> Records for this task
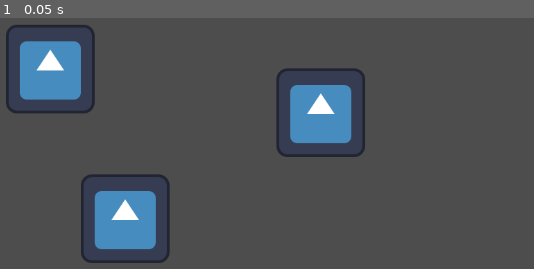
Above: before the commit, frame 1.
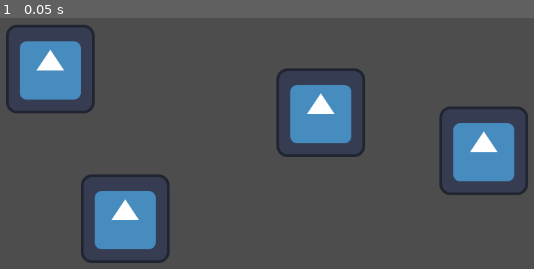
Above: after the commit, the same moment.

Repository: Alafandri/StardanceProject
Game: Godot game, scene res://main.tscn
Two runs of this game, one before a commit and one after it. Both use one fixed random seed, a clock stepped at 60 frames per second and the inputs below. The project has no main scene, so this scene is started directly. The engine's default icon, where the game draws it, is replaced by a stand-in: a white triangle on a blue panel in a dark square.
Inputs:
- Up to frame 1 (0.05 s): no input

The runs differ from the first frame. In frame 1, 3.4% of the frame differs, in the area x 82-99%, y 35-71%.

Commit message:
updateeeee

Diff:
--- a/main.tscn
+++ b/main.tscn
@@ -1,6 +1,7 @@
 [gd_scene format=3 uid="uid://b4rdlxrxcbd20"]
 
 [ext_resource type="Texture2D" uid="uid://4xgobkstypon" path="res://icon.svg" id="1_ig7tw"]
+[ext_resource type="PackedScene" uid="uid://bfy8kfdcyuiwn" path="res://spritetest.tscn" id="2_0xm2m"]
 
 [node name="Node2D" type="Node2D" unique_id=414601868]
 
@@ -15,3 +16,6 @@
 [node name="Icon3" type="Sprite2D" parent="." unique_id=862471848]
 position = Vector2(185, 270)
 texture = ExtResource("1_ig7tw")
+
+[node name="Sprite2D" parent="." unique_id=683670845 instance=ExtResource("2_0xm2m")]
+position = Vector2(741, 37)
--- /dev/null
+++ b/spritetest.tscn
@@ -0,0 +1,9 @@
+[gd_scene format=3 uid="uid://bfy8kfdcyuiwn"]
+
+[ext_resource type="Texture2D" uid="uid://4xgobkstypon" path="res://icon.svg" id="1_sxcao"]
+
+[node name="Sprite2D" type="Sprite2D" unique_id=683670845]
+
+[node name="Icon" type="Sprite2D" parent="." unique_id=2064762682]
+position = Vector2(69, 351)
+texture = ExtResource("1_sxcao")

> Assignment
Counting only lines that hold the word "position", state how many there are in the data. Write the number alone.

> Your solution
3